In the listing below, find every line with the string "partial" and pull it out.

*** Block opens ***

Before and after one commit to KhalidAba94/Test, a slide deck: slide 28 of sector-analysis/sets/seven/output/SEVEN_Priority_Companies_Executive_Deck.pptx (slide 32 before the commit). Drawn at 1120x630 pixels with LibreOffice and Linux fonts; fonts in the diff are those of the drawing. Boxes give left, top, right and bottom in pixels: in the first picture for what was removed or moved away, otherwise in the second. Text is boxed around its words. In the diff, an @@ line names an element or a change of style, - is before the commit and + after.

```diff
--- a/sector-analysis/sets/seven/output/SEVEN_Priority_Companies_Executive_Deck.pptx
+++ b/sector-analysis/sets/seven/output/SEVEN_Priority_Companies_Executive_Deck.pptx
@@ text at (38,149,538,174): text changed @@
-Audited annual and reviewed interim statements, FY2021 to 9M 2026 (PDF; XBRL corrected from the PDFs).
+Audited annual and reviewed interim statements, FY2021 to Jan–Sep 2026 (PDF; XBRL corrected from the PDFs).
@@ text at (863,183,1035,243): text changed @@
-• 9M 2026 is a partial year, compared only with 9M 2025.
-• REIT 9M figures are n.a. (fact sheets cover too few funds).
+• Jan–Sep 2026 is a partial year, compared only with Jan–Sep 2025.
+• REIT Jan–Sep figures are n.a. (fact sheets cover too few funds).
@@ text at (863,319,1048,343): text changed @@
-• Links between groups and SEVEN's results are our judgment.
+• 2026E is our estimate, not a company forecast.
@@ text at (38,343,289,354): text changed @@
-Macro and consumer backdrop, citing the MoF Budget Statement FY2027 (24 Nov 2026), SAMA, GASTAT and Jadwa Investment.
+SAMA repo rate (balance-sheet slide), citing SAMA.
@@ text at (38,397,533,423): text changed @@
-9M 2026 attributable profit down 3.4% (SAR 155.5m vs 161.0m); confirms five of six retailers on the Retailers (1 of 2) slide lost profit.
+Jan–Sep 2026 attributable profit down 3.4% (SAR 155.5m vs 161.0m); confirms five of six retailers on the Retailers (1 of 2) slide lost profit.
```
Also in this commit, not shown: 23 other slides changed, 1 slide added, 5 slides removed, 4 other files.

*** Block closes ***

• [RESPONSE TO THE EXERCISE]:
-• 9M 2026 is a partial year, compared only with 9M 2025.
+• Jan–Sep 2026 is a partial year, compared only with Jan–Sep 2025.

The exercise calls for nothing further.